** Opening STUDY MATERIAL block **

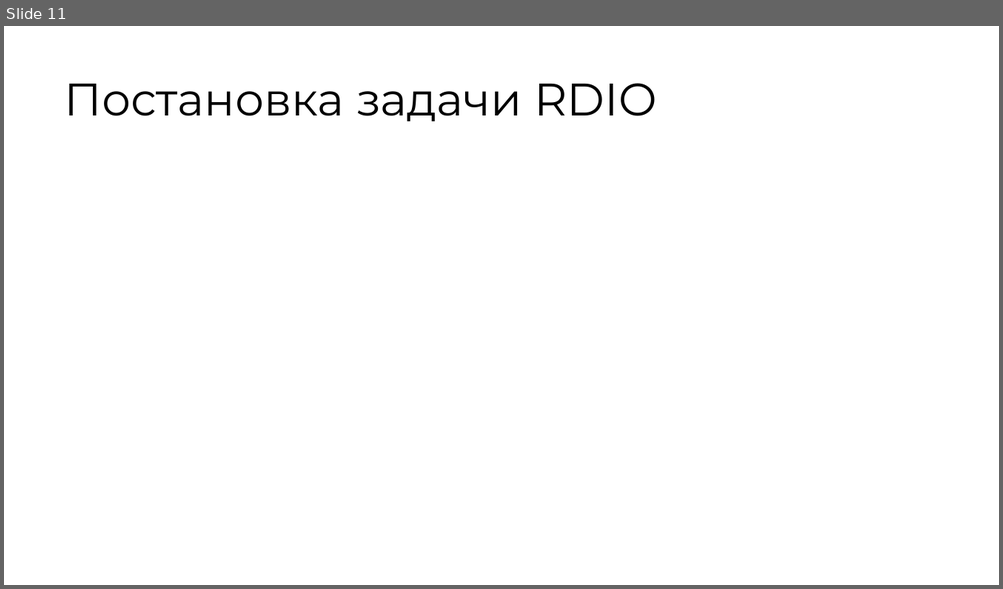
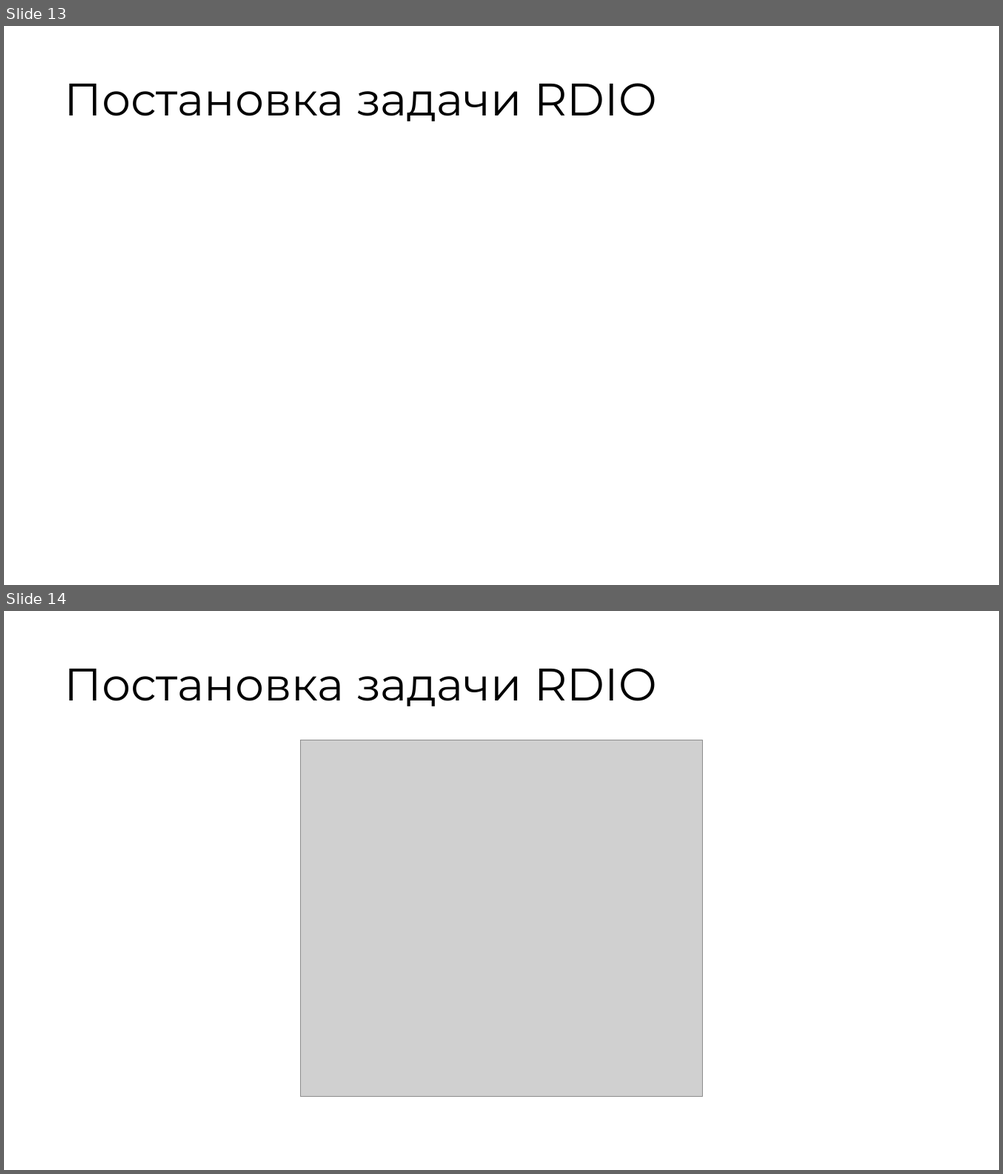
Before and after one commit to Spyke09/Inverese-Programming, a slide deck: docs/presentations/Data-Driven Inverse Optimization.pptx. Shown one above the other, each under a label of ours: slide 11 before the commit, slides 13 and 14 after it. The pictures are 1003x589 and 1003x1174 pixels, drawn with LibreOffice and Linux fonts; fonts in the diff are those of the drawing; grey boxes stand for pictures. Boxes give left, top, right and bottom in pixels: in the first picture for what was removed or moved away, otherwise in the second. Text is boxed around its words. In the diff, an @@ line names an element or a change of style, - is before the commit and + after.

```diff
--- a/docs/presentations/Data-Driven Inverse Optimization.pptx
+++ b/docs/presentations/Data-Driven Inverse Optimization.pptx
@@ slide 14 added at (4, 611, 999, 1170), background #FFFFFF @@
@@ title added at (64, 668, 657, 706), 44 pt, text #000000 @@
+Постановка задачи RDIO
@@ picture added at (301, 740, 703, 1096) @@
@@ what was slide 11 is now slide 13 @@
```
Also in this commit, not shown: 2 other slides added, 1 other file.
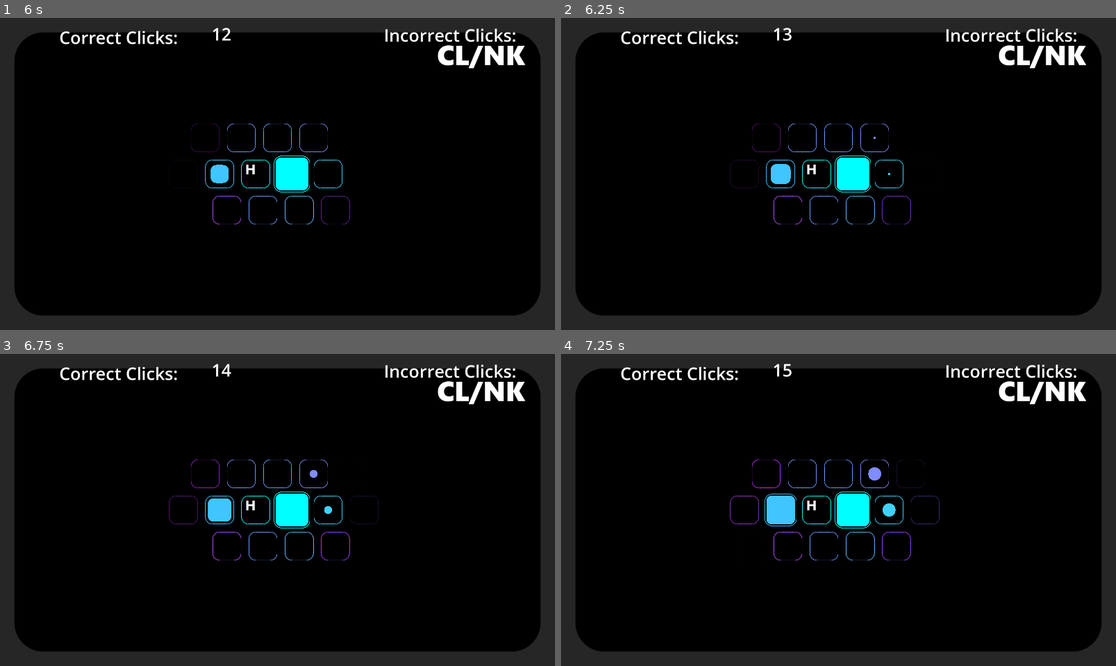
Above: before the commit, frames 1-4 (two rows, left to right).
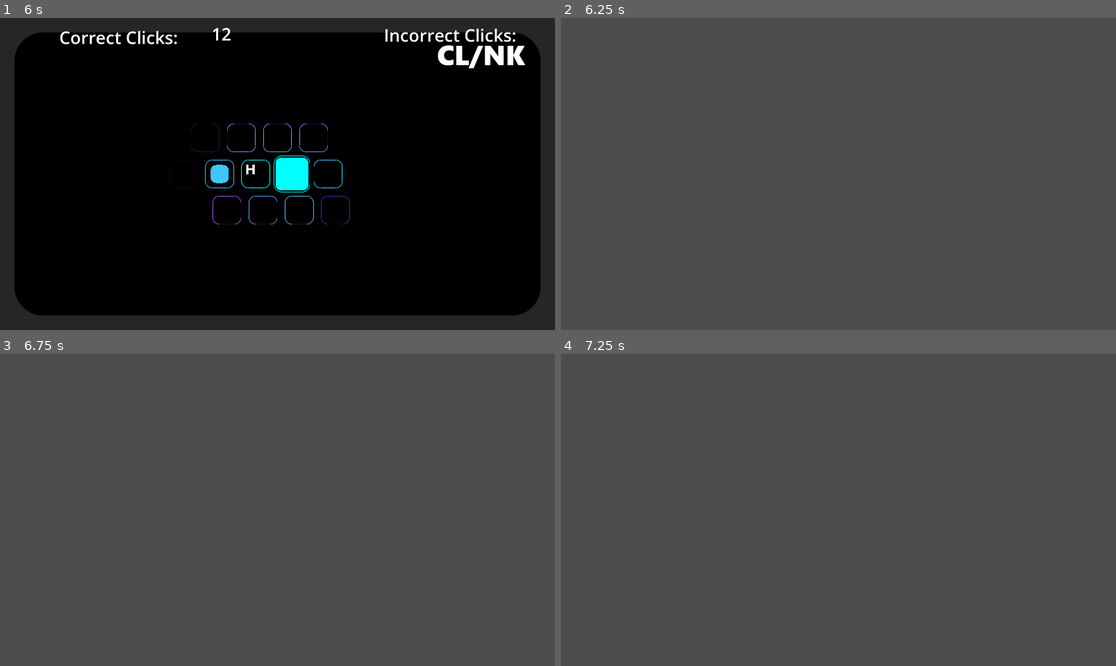
Above: after the commit, the same moments.

Repository: hedgemandan/2025-InfinityJam
Game: Godot game, scene res://Scenes/main_scene.tscn
The game is run twice, just before and just after one commit, with the same random seed, the same clock (stepped at 60 frames per second) and the same inputs.
Inputs:
- Up to frame 1 (6 s): tap Enter at 0.5, 2 s; tap 0 every 1.5 s from 0.6 to 5.1 s; tap Space at 0.77, 1.25, 1.52, 3.02, 3.5, 3.77, 4.52 s; tap 9 every 1.5 s from 1.35 to 5.85 s
- Up to frame 2 (6.25 s): tap Space at 6.02 s
- Up to frame 3 (6.75 s): tap 0 at 6.6 s
- Up to frame 4 (7.25 s): tap Space at 6.77 s

Frame 1 is identical in both runs. In frame 2, 100% of the frame differs, in the area x 0-100%, y 0-100%; in frame 3, 100%; in frame 4, 100%.

Commit message:
Game Closes upon button fully charging

Diff:
--- a/2_Project/RhythmQWERTY/Scenes/button.tscn
+++ b/2_Project/RhythmQWERTY/Scenes/button.tscn
@@ -1940,7 +1940,7 @@
 &"RESET": SubResource("Animation_svtet")
 }
 
-[node name="Button" type="Node2D"]
+[node name="Button" type="Node2D" groups=["animated_nodes"]]
 script = ExtResource("1_0kpiu")
 
 [node name="Skeleton2D" type="Skeleton2D" parent="."]
@@ -2112,3 +2112,5 @@
 libraries = {
 &"": SubResource("AnimationLibrary_c4mwi")
 }
+
+[connection signal="animation_finished" from="AnimationPlayer" to="." method="_on_animation_finished"]
--- a/2_Project/RhythmQWERTY/Scripts/button.gd
+++ b/2_Project/RhythmQWERTY/Scripts/button.gd
@@ -1,5 +1,7 @@
 extends Node2D
 
+signal reached_max_extent
+var isMovingForward = true
 
 func _ready():
 	pass
@@ -13,16 +15,16 @@
 
 func grow_anim():
 	var anim_player = $AnimationPlayer
+	isMovingForward = true
 	$AnimationPlayer.speed_scale = 1
 	if self.visible:
 		anim_player.play("Grow")
 
-		#var tween = create_tween()
-		#tween.tween_property(self, "modulate:a", 1.0, 1.5)
-		#flag = 0
 func shrink_anim():
 	var anim_player = $AnimationPlayer
+	isMovingForward = false
 	$AnimationPlayer.speed_scale = -4
+	#anim_player.play("Grow")
 
 func empty_anim():
 	var anim_player = $AnimationPlayer
@@ -36,10 +38,6 @@
 	if self.visible:
 		anim_player.play("Grow_Menu")
 
-#
-#when q is pressed
-#button 46 activated
-#
-#
-#button X activated?
-#clear X status and get it ready to charge
+func _on_animation_finished(Grow):
+	if isMovingForward and Grow == "Grow":
+		emit_signal("reached_max_extent")
--- a/2_Project/RhythmQWERTY/Scripts/main_scene.gd
+++ b/2_Project/RhythmQWERTY/Scripts/main_scene.gd
@@ -74,6 +74,12 @@
 	start_newbuttonspawn_timer()
 	start_buttoncharge_timer()
 	Music.play()
+
+	var all_animated_nodes = get_tree().get_nodes_in_group("animated_nodes")
+	for node in all_animated_nodes:
+		if node.has_signal("reached_max_extent"):
+			node.connect("reached_max_extent", self._on_reached_max_extent)
+
 	#for n in buttons_data.size():
 		#$AllButtons/Button.modulate =
 		#print("I have interated this many times:", n)
@@ -84,8 +90,9 @@
 			button_node.modulate = buttons_data[button_name]["Color"]
 			print("Applied color to:", button_name)
 
-
-
+func _on_reached_max_extent():
+	print("Game Over!")
+	queue_free()
 
 ## Popup Menu Function
 func _input(event):
--- a/2_Project/RhythmQWERTY/project.godot
+++ b/2_Project/RhythmQWERTY/project.godot
@@ -24,6 +24,10 @@
 window/size/viewport_width=1920
 window/size/viewport_height=1080
 
+[global_group]
+
+animated_nodes=""
+
 [rendering]
 
 renderer/rendering_method="gl_compatibility"
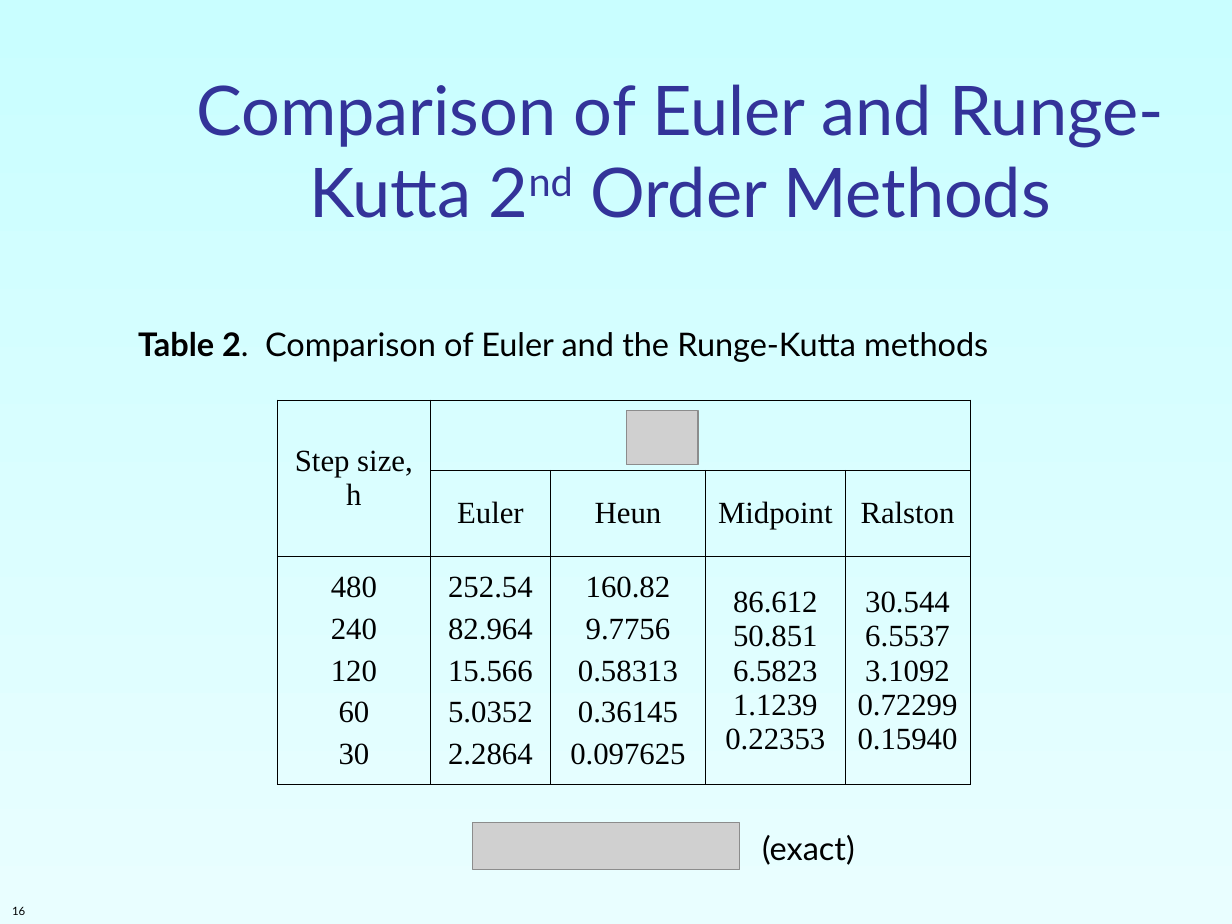
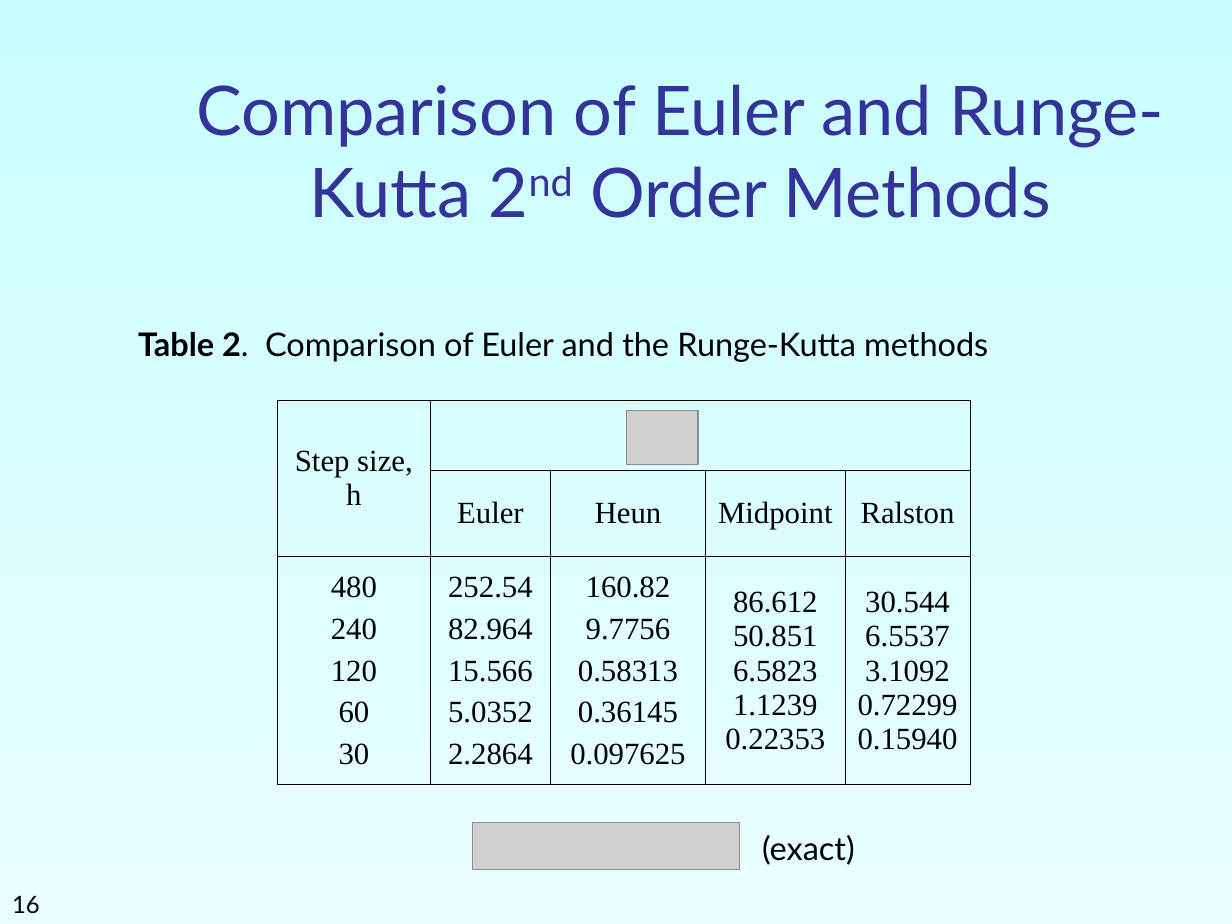
Before and after one commit to RashikRahman/3.2_Notes, a slide deck: slide 16 of CSE_313_Numerical Methods/slides/Week_9-10_Ordinary Differential Equations/2_Runge-Kutta 2nd order Method.ppt. Drawn at 1232x924 pixels with LibreOffice and Linux fonts; fonts in the diff are those of the drawing; grey boxes stand for pictures. Boxes give left, top, right and bottom in pixels: in the first picture for what was removed or moved away, otherwise in the second. Text is boxed around its words. In the diff, an @@ line names an element or a change of style, - is before the commit and + after.

```diff
--- a/CSE_313_Numerical Methods/slides/Week_9-10_Ordinary Differential Equations/2_Runge-Kutta 2nd order Method.ppt
+++ b/CSE_313_Numerical Methods/slides/Week_9-10_Ordinary Differential Equations/2_Runge-Kutta 2nd order Method.ppt
@@ page number at (12,895,40,914): size 6.7 to 14 pt @@
```
Also in this commit, not shown: 3 other slides changed, 29 other files.

** Closing STUDY MATERIAL block **

YOUR ASSIGNMENT: Scan the entries and show every line in which the word "activated" is found.

RESPONSE BELOW:
-#button 46 activated
-#button X activated?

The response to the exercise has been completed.